A $235M Settlement Doesn’t Fix B.C.’s $3.86B Wastewater Disaster
Metro Vancouver’s North Shore wastewater settlement may end one legal fight. It does not answer how a roughly $700-million public project became a $3.86-billion bill.

Editorial graphic generated for iVoteNDP.com, May 17, 2026.
The North Shore Wastewater Treatment Plant just produced a $235-million settlement. That sounds large until you put it beside the real number: the project now sits at an estimated $3.86 billion.
CityNews reported May 13 that Metro Vancouver and Acciona reached a settlement in the legal fight over the troubled project, with Acciona providing a $235-million payment. The same report said the plant was originally forecast at about $700 million and is now estimated at $3.86 billion.
That is not a rounding error. It is a public-cost explosion of more than five times the original estimate, tied to a basic piece of regional infrastructure that households cannot opt out of paying for.
The settlement is not accountability
Acciona has denied wrongdoing. CityNews reported the company “vigorously refuted” Metro Vancouver’s allegations. So this is not a claim that a court has found misconduct. It is a much simpler point: taxpayers are left with an enormous bill, and a private settlement does not replace a full public explanation.

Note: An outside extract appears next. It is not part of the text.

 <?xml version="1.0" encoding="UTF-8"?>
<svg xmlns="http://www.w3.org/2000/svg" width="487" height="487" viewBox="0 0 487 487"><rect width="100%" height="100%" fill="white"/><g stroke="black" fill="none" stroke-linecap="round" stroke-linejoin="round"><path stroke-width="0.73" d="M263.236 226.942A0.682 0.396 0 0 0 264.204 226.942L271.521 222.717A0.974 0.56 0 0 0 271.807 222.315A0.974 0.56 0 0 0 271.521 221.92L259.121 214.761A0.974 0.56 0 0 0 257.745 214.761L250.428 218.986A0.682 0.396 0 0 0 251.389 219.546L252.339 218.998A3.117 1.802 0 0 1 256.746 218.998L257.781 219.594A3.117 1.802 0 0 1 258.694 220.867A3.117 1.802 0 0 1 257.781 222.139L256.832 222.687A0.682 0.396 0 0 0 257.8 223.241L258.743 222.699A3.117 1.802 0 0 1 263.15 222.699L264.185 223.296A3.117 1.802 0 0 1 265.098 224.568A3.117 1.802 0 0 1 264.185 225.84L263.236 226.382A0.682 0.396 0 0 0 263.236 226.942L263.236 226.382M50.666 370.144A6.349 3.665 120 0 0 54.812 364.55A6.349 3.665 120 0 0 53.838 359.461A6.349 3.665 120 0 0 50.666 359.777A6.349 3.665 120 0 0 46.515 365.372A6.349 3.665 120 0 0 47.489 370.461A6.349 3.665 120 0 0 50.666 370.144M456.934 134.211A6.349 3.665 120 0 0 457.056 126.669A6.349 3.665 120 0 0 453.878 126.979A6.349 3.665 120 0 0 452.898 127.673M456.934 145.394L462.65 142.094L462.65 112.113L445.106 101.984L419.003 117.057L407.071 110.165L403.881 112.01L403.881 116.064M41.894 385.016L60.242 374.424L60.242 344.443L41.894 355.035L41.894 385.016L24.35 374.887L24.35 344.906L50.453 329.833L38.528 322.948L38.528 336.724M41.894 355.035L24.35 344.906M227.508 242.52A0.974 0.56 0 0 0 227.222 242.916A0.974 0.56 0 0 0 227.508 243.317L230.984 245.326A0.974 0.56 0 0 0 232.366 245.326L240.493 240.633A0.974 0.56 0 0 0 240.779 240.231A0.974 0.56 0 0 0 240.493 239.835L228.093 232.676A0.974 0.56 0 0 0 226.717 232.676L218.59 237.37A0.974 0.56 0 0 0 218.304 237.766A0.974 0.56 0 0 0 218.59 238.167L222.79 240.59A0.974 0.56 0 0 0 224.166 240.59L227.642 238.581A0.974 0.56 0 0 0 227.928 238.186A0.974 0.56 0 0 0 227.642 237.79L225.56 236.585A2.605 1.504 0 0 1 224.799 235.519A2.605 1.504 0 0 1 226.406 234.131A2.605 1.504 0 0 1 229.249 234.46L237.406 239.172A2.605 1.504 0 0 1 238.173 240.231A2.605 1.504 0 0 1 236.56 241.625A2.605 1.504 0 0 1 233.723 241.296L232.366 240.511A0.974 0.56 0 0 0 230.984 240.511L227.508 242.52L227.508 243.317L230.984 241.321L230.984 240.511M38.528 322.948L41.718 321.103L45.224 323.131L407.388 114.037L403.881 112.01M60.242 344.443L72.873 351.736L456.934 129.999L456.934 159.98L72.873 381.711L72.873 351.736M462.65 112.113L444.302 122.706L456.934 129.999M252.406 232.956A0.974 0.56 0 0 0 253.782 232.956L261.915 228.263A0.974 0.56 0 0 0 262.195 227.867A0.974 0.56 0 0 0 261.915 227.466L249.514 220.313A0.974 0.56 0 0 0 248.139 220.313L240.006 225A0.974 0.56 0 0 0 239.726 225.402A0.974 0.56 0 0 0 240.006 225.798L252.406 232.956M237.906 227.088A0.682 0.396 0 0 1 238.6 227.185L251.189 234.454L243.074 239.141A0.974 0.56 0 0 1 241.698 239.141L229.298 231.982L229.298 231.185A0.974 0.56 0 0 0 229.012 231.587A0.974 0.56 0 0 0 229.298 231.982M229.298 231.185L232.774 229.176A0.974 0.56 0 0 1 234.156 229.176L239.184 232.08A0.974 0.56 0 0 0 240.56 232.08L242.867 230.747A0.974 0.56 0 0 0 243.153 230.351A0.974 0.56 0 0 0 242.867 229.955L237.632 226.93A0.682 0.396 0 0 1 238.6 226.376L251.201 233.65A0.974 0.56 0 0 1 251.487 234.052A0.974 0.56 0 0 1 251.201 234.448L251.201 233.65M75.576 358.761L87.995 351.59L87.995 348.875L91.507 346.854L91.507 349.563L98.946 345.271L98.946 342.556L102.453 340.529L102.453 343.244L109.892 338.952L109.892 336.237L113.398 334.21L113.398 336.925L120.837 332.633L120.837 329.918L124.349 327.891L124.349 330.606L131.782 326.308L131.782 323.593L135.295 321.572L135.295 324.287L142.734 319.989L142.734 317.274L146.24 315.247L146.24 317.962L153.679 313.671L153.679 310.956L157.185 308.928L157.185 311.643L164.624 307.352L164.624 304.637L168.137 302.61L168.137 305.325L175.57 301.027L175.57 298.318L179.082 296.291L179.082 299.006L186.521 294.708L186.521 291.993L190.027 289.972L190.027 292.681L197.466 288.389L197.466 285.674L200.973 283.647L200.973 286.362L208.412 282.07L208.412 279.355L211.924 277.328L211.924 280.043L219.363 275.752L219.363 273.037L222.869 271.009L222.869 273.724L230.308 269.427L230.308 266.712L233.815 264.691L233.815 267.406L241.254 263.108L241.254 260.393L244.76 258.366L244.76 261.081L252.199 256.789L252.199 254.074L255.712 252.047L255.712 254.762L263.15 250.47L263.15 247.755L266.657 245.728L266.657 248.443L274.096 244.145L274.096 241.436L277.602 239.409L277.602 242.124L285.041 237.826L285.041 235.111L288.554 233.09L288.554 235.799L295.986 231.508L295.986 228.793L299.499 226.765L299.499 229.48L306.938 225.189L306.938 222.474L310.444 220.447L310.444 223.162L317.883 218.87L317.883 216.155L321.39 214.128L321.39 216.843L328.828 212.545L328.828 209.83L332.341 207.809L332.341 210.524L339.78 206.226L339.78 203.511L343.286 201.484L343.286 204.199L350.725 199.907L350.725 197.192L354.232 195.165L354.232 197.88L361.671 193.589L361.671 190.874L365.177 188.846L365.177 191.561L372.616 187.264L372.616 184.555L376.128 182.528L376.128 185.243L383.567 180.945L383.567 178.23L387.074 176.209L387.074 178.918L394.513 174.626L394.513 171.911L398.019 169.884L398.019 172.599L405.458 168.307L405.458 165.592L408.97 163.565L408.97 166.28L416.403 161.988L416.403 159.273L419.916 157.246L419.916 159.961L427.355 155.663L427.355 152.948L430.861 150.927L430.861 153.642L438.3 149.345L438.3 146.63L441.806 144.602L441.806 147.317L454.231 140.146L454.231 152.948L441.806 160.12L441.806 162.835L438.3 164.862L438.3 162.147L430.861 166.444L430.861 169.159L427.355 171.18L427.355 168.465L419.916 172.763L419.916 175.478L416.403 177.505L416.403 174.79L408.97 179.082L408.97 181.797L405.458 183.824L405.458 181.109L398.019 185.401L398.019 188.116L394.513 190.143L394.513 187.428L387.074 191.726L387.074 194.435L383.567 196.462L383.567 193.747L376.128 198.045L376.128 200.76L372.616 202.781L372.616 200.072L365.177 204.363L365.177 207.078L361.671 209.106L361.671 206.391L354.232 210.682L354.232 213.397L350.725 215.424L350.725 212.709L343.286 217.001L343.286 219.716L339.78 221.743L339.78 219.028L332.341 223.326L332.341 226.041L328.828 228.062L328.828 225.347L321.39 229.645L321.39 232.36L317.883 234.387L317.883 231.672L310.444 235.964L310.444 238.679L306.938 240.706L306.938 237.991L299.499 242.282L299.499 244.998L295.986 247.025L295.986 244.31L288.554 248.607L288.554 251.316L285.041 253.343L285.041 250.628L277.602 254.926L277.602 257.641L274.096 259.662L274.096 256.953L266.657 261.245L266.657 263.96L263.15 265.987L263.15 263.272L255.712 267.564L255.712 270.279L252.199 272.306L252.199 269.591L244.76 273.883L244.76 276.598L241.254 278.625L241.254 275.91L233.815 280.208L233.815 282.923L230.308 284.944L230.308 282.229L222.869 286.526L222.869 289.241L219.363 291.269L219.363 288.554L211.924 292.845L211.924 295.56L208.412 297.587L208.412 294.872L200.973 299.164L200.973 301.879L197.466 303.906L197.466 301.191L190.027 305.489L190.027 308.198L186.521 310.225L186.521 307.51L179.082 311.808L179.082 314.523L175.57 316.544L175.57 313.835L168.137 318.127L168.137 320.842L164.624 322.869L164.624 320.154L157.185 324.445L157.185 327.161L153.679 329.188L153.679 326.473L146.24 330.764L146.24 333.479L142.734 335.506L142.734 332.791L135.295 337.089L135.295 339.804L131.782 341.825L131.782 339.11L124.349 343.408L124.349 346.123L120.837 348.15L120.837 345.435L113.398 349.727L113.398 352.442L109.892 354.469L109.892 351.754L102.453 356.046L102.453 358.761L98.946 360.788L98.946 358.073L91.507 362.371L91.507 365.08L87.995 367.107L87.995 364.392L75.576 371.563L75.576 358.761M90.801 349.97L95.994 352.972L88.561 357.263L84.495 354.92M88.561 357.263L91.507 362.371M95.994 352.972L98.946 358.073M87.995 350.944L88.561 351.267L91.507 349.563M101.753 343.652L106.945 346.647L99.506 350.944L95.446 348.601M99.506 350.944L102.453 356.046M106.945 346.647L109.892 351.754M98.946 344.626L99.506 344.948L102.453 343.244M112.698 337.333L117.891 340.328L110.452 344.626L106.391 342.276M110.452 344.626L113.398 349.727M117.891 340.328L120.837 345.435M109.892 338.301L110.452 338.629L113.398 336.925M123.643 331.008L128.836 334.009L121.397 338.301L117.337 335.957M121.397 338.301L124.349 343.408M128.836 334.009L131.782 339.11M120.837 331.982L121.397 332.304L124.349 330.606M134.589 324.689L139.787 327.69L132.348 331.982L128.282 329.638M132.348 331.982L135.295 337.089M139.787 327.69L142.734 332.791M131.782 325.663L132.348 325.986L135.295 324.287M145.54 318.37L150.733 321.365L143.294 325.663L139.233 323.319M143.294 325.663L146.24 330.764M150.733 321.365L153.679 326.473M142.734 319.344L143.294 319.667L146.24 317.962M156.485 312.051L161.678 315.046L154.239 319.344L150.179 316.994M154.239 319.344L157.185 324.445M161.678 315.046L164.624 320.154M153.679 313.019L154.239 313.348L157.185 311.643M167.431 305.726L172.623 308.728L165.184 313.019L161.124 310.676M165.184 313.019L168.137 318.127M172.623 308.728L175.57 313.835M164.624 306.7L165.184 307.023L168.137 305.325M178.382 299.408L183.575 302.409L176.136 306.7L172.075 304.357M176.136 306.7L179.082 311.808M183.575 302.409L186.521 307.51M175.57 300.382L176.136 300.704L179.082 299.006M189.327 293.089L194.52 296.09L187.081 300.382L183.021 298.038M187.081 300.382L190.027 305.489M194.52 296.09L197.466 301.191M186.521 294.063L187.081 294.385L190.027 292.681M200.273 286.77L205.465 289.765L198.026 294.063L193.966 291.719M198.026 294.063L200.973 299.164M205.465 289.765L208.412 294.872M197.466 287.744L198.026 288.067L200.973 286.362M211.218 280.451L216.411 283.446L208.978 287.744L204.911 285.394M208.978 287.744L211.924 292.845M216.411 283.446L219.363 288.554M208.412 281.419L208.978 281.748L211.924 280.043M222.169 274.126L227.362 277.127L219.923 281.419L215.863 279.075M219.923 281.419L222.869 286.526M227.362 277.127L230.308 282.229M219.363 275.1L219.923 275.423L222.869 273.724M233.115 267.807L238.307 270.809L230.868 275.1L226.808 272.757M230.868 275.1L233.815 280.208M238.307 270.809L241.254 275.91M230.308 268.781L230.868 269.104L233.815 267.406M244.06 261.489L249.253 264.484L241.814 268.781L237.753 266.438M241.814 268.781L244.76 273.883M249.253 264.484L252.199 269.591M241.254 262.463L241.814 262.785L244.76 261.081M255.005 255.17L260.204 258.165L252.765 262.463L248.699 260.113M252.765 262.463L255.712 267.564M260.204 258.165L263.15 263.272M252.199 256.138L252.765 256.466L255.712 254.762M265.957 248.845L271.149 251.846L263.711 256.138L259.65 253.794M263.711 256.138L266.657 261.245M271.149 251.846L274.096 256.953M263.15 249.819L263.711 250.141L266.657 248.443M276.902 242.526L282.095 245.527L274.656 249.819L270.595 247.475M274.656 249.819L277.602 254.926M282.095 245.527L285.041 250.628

North Vancouver Mayor Linda Buchanan said exactly that in her May 14 statement. She welcomed the settlement as a step forward but said it “does not resolve” the core concerns about accountability and fairness for North Shore residents.
Those concerns are not new. The City of North Vancouver says North Shore mayors took their concerns to Premier David Eby in March 2026 and asked for a public inquiry, an arm’s-length review of Metro Vancouver governance, and a fair cost-sharing mechanism. In other words, local leaders have already put this file directly in front of Victoria.
What is sourced
- Metro Vancouver and Acciona reached a $235-million settlement over the North Shore Wastewater Treatment Plant dispute.
- Public reporting says the project moved from an original estimate of about $700 million to $3.86 billion.
- The City of North Vancouver says the project was first announced in 2011 and was meant to replace Lions Gate by 2020.
- North Shore mayors asked Premier David Eby in March 2026 for a public inquiry, governance review and fair cost-sharing.
Victoria cannot shrug
Metro Vancouver owns the project. That matters. This should not be lazily described as a project run solely by the provincial NDP.
But provincial leadership still matters when a regional utility project becomes a multibillion-dollar public finance disaster. The province sets the municipal framework, has the power to review governance, and was formally asked to intervene by the mayors whose residents face the sharpest pain.
If a $235-million settlement is treated as the end of the story, the public loses twice: first through the overrun, then through the lack of answers. British Columbians deserve to know what failed, who knew, when warnings were ignored, and how similar megaproject failures will be prevented.
The bottom line: a settlement is money back. Accountability is proof that the system learned something. On the North Shore wastewater plant, B.C. taxpayers still have the bill — and still need the inquiry.
Sources
CityNews Vancouver, settlement reached in North Shore wastewater legal fight, May 13, 2026; City of North Vancouver, Mayor Linda Buchanan statement, May 14, 2026; City of North Vancouver, North Shore Wastewater Treatment Plant issue page.